→ Records to process:
------------------------------------

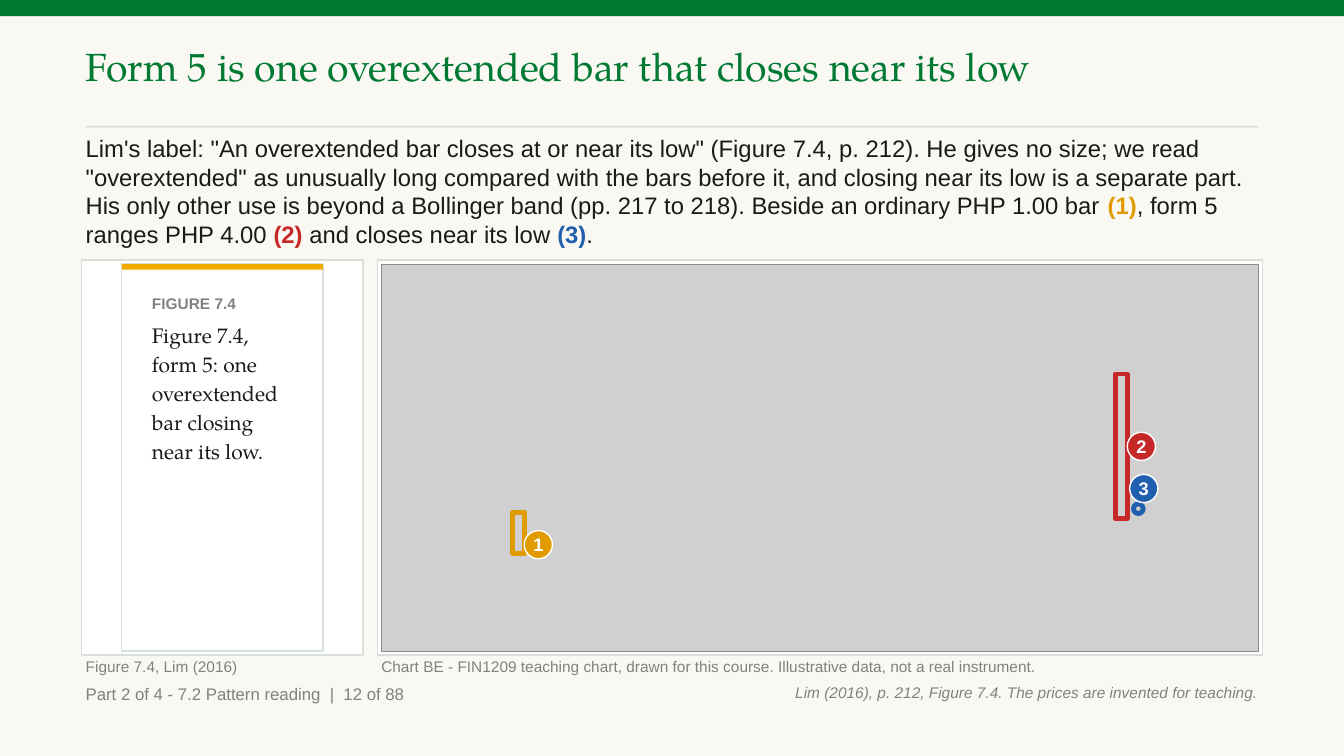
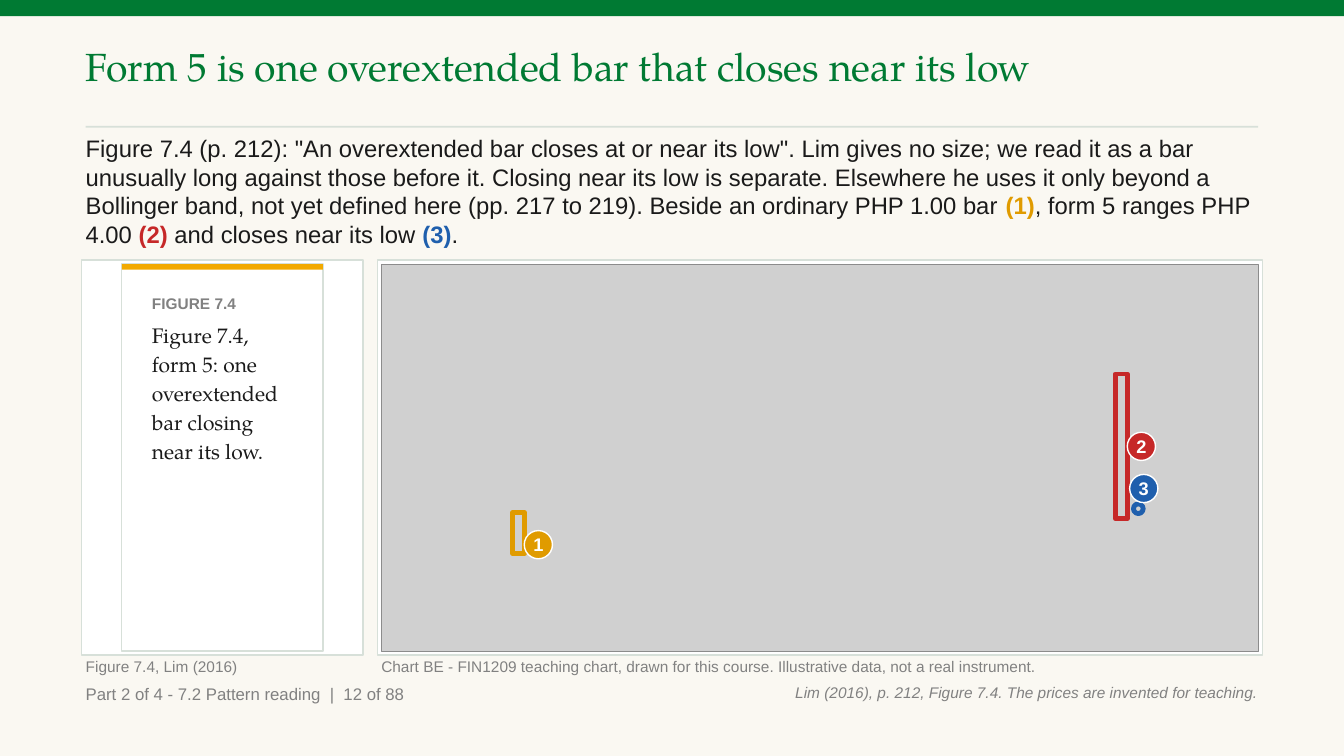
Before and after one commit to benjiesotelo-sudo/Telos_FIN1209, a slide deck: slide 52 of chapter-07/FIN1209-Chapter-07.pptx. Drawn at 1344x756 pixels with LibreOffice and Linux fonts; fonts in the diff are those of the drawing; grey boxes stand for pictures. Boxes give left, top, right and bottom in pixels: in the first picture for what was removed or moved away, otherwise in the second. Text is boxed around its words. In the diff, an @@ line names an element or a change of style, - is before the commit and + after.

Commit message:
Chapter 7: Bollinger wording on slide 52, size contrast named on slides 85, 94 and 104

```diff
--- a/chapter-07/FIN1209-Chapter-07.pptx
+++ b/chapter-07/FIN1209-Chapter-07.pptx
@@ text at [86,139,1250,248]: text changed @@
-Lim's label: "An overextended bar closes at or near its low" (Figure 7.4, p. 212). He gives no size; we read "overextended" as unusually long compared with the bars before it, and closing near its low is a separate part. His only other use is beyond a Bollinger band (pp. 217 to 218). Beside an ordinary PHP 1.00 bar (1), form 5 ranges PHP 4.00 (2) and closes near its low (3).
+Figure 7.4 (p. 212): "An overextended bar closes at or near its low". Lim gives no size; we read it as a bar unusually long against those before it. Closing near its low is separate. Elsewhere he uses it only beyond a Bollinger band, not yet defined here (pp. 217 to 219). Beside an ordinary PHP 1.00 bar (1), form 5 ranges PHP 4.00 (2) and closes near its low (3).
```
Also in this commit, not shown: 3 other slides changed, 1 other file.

------------------------------------

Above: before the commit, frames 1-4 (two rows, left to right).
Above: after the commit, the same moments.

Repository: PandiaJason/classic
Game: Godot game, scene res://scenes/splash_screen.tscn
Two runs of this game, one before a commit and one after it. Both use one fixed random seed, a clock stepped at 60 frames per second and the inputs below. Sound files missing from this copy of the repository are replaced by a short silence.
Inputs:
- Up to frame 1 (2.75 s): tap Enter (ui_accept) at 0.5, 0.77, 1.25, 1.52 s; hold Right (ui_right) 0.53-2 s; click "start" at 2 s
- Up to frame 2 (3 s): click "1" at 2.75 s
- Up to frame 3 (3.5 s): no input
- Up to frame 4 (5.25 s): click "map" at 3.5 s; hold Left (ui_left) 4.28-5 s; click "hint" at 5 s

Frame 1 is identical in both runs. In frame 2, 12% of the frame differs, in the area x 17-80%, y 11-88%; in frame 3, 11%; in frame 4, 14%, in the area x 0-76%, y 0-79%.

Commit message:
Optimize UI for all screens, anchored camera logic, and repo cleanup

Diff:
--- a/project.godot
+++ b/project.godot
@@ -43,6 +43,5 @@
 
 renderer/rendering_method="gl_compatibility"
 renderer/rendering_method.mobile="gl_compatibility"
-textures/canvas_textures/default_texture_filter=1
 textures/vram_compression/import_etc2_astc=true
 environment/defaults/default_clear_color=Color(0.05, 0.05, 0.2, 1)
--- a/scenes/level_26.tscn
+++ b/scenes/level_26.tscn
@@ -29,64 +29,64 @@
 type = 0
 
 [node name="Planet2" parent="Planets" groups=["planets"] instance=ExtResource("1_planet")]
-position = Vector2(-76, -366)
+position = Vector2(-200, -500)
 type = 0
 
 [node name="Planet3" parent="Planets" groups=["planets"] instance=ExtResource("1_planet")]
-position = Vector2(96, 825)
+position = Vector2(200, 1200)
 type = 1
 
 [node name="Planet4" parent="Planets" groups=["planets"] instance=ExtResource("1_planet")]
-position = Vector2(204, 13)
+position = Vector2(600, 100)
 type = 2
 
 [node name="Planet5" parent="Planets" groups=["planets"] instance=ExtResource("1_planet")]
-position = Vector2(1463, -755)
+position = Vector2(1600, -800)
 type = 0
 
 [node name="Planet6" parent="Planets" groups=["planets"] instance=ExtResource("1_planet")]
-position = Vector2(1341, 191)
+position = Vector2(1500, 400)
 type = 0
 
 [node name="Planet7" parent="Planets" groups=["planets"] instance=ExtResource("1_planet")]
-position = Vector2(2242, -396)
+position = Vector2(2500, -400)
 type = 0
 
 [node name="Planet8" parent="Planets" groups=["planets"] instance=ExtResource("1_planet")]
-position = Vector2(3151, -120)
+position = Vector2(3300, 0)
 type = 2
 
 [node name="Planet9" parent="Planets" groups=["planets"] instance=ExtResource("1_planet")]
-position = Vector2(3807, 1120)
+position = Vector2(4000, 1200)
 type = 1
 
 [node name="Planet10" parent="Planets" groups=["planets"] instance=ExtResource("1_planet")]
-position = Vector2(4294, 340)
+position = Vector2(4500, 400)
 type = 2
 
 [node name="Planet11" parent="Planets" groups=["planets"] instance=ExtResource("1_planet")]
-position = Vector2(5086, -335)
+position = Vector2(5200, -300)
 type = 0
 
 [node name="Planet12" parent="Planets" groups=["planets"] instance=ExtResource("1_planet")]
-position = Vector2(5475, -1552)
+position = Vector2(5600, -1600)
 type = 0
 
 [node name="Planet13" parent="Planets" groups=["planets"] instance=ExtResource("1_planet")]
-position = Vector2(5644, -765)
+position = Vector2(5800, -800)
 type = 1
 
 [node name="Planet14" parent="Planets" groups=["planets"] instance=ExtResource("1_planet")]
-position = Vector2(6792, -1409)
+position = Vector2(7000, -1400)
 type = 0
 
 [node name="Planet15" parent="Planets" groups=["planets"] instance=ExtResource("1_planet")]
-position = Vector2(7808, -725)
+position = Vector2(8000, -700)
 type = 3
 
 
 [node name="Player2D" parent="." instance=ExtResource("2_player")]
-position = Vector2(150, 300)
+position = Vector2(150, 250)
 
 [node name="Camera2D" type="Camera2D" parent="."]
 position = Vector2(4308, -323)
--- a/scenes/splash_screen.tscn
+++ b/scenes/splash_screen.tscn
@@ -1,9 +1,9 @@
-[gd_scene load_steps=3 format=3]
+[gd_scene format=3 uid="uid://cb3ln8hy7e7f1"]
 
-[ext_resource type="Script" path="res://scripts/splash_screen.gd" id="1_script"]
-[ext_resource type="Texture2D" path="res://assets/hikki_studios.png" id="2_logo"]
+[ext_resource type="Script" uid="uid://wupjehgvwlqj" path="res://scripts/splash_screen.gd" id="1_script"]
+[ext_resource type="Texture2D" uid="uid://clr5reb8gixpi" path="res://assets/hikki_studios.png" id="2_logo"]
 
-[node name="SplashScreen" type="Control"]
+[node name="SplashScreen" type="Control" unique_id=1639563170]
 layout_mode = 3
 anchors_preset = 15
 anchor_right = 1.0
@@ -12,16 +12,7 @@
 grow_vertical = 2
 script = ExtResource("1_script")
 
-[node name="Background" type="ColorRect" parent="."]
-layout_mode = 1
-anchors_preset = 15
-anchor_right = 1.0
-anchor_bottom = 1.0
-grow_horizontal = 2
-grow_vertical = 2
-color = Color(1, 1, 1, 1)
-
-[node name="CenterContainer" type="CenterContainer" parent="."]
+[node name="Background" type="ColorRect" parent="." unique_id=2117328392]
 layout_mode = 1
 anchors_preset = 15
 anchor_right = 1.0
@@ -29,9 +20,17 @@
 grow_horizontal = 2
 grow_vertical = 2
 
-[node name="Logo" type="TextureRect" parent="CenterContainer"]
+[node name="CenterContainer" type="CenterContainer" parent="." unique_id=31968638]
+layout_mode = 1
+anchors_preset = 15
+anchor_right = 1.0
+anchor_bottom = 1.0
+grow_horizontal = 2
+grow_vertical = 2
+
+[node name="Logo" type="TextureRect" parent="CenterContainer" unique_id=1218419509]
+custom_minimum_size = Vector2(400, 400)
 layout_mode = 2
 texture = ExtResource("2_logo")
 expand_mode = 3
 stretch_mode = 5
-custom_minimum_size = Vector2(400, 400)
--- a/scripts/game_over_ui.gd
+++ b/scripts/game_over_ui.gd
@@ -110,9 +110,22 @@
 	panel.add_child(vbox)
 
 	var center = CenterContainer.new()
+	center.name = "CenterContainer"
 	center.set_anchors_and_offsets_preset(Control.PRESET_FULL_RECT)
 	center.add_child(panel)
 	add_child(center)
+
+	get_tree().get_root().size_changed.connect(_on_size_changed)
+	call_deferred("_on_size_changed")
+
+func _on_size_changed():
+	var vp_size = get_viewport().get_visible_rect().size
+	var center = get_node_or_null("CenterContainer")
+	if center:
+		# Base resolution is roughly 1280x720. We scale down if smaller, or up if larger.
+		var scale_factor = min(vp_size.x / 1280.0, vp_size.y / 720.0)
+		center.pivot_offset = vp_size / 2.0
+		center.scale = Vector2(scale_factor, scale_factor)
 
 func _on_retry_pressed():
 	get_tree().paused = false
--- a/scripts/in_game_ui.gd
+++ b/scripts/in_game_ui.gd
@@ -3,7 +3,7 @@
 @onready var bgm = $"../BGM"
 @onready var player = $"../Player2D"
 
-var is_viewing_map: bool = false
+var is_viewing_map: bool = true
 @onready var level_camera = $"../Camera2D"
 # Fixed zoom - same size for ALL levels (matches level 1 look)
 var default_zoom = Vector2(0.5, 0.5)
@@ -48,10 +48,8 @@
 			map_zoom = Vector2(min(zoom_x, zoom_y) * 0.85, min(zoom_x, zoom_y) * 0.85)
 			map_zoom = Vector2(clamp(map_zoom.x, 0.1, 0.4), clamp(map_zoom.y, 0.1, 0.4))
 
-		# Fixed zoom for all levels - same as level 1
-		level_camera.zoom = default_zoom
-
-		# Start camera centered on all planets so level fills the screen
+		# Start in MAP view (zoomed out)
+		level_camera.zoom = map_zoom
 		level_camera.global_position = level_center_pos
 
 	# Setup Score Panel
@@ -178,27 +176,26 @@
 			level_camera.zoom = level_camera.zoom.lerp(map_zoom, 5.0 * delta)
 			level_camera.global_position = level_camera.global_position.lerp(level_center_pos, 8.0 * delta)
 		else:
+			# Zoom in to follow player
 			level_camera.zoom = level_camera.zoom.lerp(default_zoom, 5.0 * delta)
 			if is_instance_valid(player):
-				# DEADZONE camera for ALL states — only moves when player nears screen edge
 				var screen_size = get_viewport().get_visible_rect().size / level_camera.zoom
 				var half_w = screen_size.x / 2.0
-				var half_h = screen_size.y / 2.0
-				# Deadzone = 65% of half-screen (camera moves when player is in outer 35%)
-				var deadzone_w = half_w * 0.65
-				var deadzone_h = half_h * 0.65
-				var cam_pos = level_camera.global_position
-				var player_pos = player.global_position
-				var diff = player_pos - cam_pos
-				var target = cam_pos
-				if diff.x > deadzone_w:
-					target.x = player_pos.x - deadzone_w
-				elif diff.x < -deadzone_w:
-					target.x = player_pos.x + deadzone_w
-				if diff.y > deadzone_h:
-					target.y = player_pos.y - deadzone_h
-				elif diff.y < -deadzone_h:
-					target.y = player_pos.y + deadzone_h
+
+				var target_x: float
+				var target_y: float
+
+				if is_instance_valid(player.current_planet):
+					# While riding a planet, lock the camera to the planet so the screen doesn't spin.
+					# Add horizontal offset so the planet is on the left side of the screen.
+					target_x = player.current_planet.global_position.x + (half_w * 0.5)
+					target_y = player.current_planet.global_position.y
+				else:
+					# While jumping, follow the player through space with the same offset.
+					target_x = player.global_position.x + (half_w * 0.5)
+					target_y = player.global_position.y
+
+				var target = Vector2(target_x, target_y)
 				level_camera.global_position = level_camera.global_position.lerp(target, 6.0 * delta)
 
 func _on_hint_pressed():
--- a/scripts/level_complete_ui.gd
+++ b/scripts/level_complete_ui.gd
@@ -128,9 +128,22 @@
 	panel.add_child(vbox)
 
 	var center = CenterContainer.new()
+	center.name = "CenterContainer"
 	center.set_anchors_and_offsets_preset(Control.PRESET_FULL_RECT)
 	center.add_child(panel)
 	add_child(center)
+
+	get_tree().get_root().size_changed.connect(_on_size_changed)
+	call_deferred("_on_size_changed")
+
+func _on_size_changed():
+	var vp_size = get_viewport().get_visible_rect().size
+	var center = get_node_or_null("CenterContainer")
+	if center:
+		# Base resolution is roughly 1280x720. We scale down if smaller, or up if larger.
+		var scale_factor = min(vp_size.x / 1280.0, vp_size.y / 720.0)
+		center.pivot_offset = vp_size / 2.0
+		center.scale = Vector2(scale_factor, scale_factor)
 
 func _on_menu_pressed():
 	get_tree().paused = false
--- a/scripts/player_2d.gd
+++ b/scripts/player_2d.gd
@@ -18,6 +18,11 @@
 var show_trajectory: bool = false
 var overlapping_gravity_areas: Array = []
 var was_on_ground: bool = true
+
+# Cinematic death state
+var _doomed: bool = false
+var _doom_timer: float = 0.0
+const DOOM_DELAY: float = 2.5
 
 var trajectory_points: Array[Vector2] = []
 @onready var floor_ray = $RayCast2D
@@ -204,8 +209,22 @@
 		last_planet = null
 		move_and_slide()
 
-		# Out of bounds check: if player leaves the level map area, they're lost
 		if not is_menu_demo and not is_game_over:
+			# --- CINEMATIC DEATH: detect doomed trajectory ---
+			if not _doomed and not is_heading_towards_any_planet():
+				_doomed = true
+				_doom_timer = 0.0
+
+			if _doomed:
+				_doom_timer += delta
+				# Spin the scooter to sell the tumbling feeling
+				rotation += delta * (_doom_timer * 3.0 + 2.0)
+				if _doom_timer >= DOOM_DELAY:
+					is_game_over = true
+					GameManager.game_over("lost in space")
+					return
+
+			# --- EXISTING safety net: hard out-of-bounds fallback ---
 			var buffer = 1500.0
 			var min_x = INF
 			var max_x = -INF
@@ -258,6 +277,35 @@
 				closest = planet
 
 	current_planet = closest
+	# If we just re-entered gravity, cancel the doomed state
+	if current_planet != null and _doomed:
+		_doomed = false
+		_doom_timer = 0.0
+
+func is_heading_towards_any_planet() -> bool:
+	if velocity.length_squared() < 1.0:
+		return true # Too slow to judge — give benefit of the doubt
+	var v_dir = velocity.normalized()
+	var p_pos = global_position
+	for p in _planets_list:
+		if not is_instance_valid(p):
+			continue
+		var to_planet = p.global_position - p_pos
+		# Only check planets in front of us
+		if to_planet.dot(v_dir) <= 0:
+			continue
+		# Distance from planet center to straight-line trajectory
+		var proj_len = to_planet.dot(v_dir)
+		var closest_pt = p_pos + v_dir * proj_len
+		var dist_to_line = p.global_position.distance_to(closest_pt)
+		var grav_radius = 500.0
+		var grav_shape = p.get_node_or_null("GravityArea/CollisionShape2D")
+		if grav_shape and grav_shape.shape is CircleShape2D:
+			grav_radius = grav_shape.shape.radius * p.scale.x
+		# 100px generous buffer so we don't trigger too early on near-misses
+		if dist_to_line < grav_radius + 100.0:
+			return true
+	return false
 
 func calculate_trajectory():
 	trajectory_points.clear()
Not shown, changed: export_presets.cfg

------------------------------------

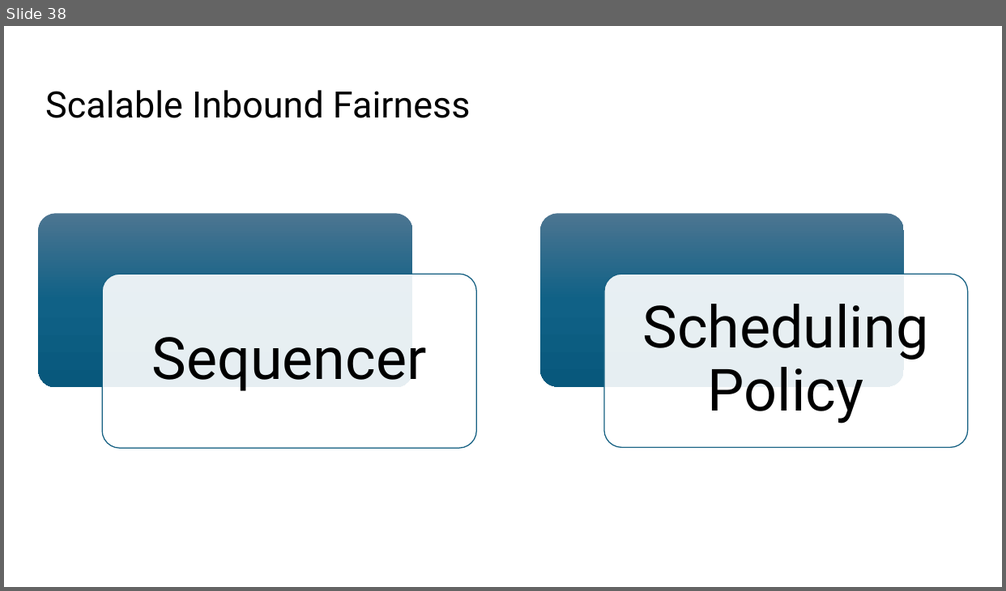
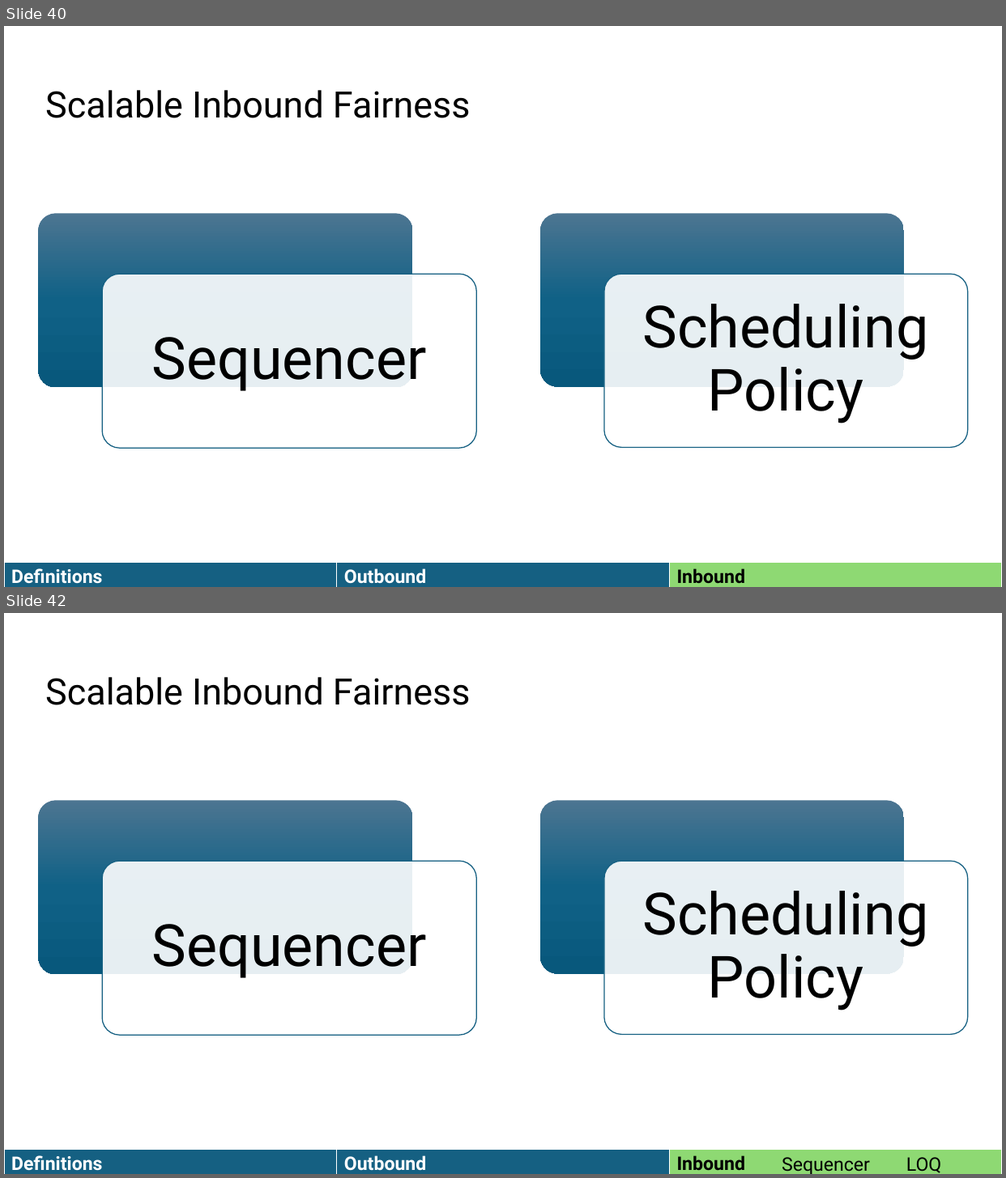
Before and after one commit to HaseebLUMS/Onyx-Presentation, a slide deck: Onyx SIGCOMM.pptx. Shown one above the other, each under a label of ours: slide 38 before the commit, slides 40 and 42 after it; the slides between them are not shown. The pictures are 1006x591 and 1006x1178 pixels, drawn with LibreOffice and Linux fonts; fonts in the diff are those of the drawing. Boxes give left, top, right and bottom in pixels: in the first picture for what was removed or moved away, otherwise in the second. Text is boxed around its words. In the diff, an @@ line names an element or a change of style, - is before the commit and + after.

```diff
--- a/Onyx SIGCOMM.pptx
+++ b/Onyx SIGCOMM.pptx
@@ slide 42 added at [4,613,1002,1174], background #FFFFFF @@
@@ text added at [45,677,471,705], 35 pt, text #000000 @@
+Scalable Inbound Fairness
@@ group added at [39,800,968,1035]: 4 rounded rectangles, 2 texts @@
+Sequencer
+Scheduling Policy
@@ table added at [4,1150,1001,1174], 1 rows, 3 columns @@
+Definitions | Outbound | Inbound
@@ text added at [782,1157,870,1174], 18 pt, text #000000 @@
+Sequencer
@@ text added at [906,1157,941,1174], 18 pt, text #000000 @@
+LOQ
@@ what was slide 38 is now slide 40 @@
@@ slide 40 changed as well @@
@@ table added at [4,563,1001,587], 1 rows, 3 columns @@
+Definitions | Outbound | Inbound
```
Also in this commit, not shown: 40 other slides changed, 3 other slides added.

------------------------------------

→ To do:
Your task for the entries above: copy exactly the span starting with the line with "--- a/scripts/in_game_ui.gd" and going on through the line with "target = cam_pos", both lines included, and nothing else.

→ Written answer:
--- a/scripts/in_game_ui.gd
+++ b/scripts/in_game_ui.gd
@@ -3,7 +3,7 @@
 @onready var bgm = $"../BGM"
 @onready var player = $"../Player2D"
 
-var is_viewing_map: bool = false
+var is_viewing_map: bool = true
 @onready var level_camera = $"../Camera2D"
 # Fixed zoom - same size for ALL levels (matches level 1 look)
 var default_zoom = Vector2(0.5, 0.5)
@@ -48,10 +48,8 @@
 			map_zoom = Vector2(min(zoom_x, zoom_y) * 0.85, min(zoom_x, zoom_y) * 0.85)
 			map_zoom = Vector2(clamp(map_zoom.x, 0.1, 0.4), clamp(map_zoom.y, 0.1, 0.4))
 
-		# Fixed zoom for all levels - same as level 1
-		level_camera.zoom = default_zoom
-
-		# Start camera centered on all planets so level fills the screen
+		# Start in MAP view (zoomed out)
+		level_camera.zoom = map_zoom
 		level_camera.global_position = level_center_pos
 
 	# Setup Score Panel
@@ -178,27 +176,26 @@
 			level_camera.zoom = level_camera.zoom.lerp(map_zoom, 5.0 * delta)
 			level_camera.global_position = level_camera.global_position.lerp(level_center_pos, 8.0 * delta)
 		else:
+			# Zoom in to follow player
 			level_camera.zoom = level_camera.zoom.lerp(default_zoom, 5.0 * delta)
 			if is_instance_valid(player):
-				# DEADZONE camera for ALL states — only moves when player nears screen edge
 				var screen_size = get_viewport().get_visible_rect().size / level_camera.zoom
 				var half_w = screen_size.x / 2.0
-				var half_h = screen_size.y / 2.0
-				# Deadzone = 65% of half-screen (camera moves when player is in outer 35%)
-				var deadzone_w = half_w * 0.65
-				var deadzone_h = half_h * 0.65
-				var cam_pos = level_camera.global_position
-				var player_pos = player.global_position
-				var diff = player_pos - cam_pos
-				var target = cam_pos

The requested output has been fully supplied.